[[ Data open ]]

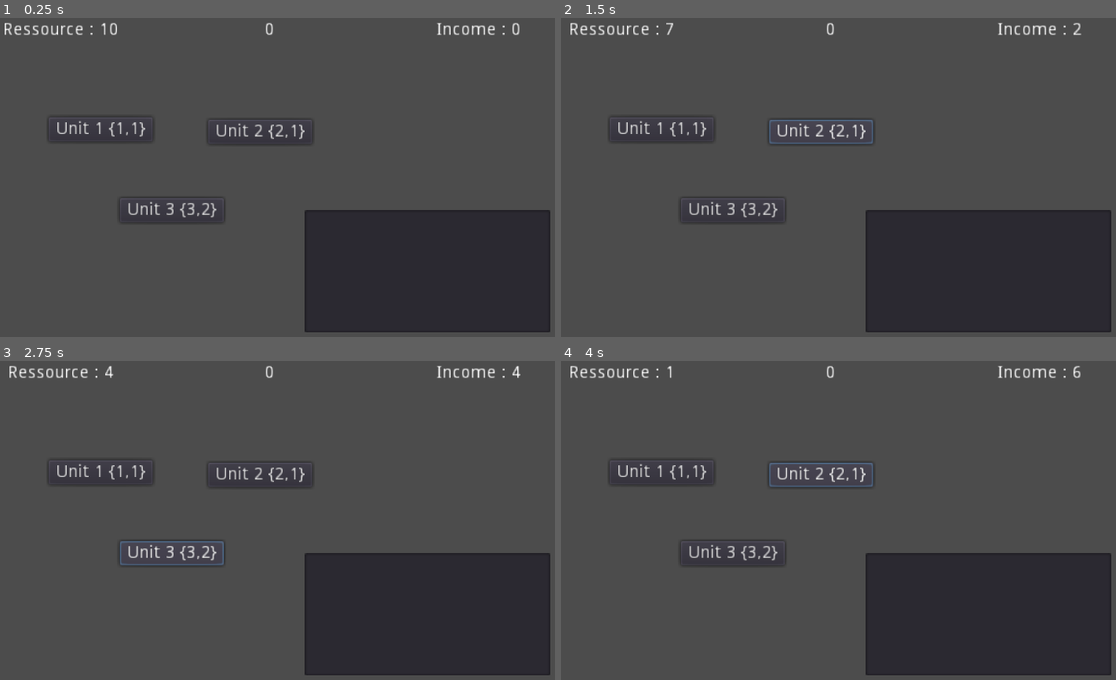
Above: before the commit, frames 1-4 (two rows, left to right).
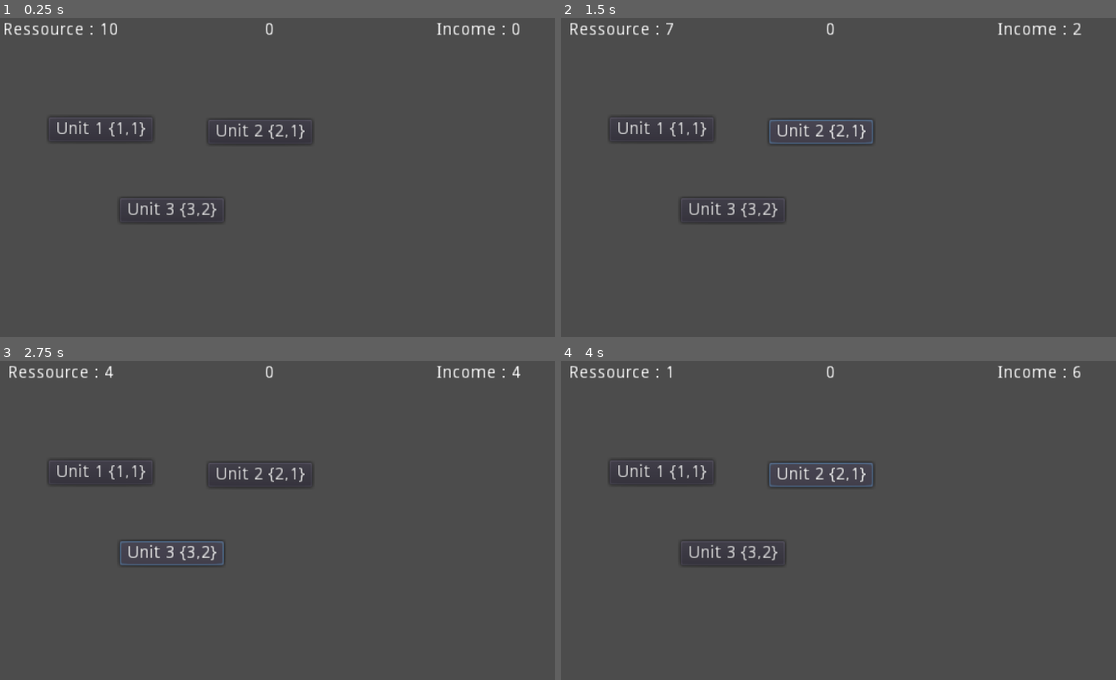
Above: after the commit, the same moments.

Repository: tducasse/poc-turn-based
Game: Godot game, scene res://Scenes/Sample.tscn
The game is run twice, just before and just after one commit, with the same random seed, the same clock (stepped at 60 frames per second) and the same inputs. This scene is started directly instead of the project's main scene.
Inputs:
- Up to frame 1 (0.25 s): no input
- Up to frame 2 (1.5 s): click "Unit 1 {1,1}" at 0.5 s; click "Unit 2 {2,1}" at 1.25 s
- Up to frame 3 (2.75 s): click "Unit 3 {3,2}" at 2 s
- Up to frame 4 (4 s): click "Unit 1 {1,1}" at 2.75 s; click "Unit 2 {2,1}" at 3.5 s

The runs differ from the first frame. In frame 1, 17% of the frame differs, in the area x 54-100%, y 60-99%; in frame 2, 17%; in frame 3, 17%; in frame 4, 17%.
Error after the commit: Attempt to call function 'connect' in base 'null instance' on a null instance. (res://Scenes/Sample.gd:12)

Commit message:
Delete duplicated echoClient

Diff:
--- a/Scenes/ClientConnect.gd
+++ b/Scenes/ClientConnect.gd
@@ -26,6 +26,7 @@
 	if err != OK:
 		print("Unable to connect")
 		set_process(false)
+
 
 func _closed(was_clean = false):
 	# was_clean will tell you if the disconnection was correctly notified
@@ -73,14 +74,17 @@
 	# emission will only happen when calling this function.
 	_client.poll()
 
+
 func add_new_message(message):
 	print(message)
 	chat.text +=message + '\n'
+
 
 func add_new_messages(messages):
 	print(messages)
 	for message in messages:
 		add_new_message(message)
+
 
 func start_game():
 	emit_signal("on_start_game")
--- a/Scenes/Sample.gd
+++ b/Scenes/Sample.gd
@@ -3,15 +3,10 @@
 
 onready var shop := $Shop
 onready var UI := $UIContainer
-onready var serverControl := $Control
+onready var clientConnect := get_node("/root/Main/HBoxContainer/Control")
 
 
 # Called when the node enters the scene tree for the first time.
 func _ready():
 	var _shopConnection = shop.connect("on_unit_pressed", UI, "on_ressource_spent")
-	var _startGameConnection = serverControl.connect("on_start_game", UI, "start_prepTimer")
-
-
-# Called every frame. 'delta' is the elapsed time since the previous frame.
-#func _process(delta):
-#	pass
+	var _startGameConnection = clientConnect.connect("on_start_game", UI, "start_prepTimer")
--- a/Scenes/Sample.tscn
+++ b/Scenes/Sample.tscn
@@ -1,9 +1,8 @@
-[gd_scene load_steps=5 format=2]
+[gd_scene load_steps=4 format=2]
 
 [ext_resource path="res://Shop/Shop.tscn" type="PackedScene" id=1]
 [ext_resource path="res://UI/UI.tscn" type="PackedScene" id=2]
 [ext_resource path="res://Scenes/Sample.gd" type="Script" id=3]
-[ext_resource path="res://Scenes/EchoClient.tscn" type="PackedScene" id=4]
 
 [node name="Game" type="Node2D"]
 script = ExtResource( 3 )
@@ -11,9 +10,3 @@
 [node name="UIContainer" parent="." instance=ExtResource( 2 )]
 
 [node name="Shop" parent="." instance=ExtResource( 1 )]
-
-[node name="Control" parent="." instance=ExtResource( 4 )]
-margin_left = 287.0
-margin_top = 164.0
-margin_right = 487.0
-margin_bottom = 264.0

[[ Data closed ]]

# What you have to do:
Report all lines of the data above that include the string "format".

# Answer space:
-[gd_scene load_steps=5 format=2]
+[gd_scene load_steps=4 format=2]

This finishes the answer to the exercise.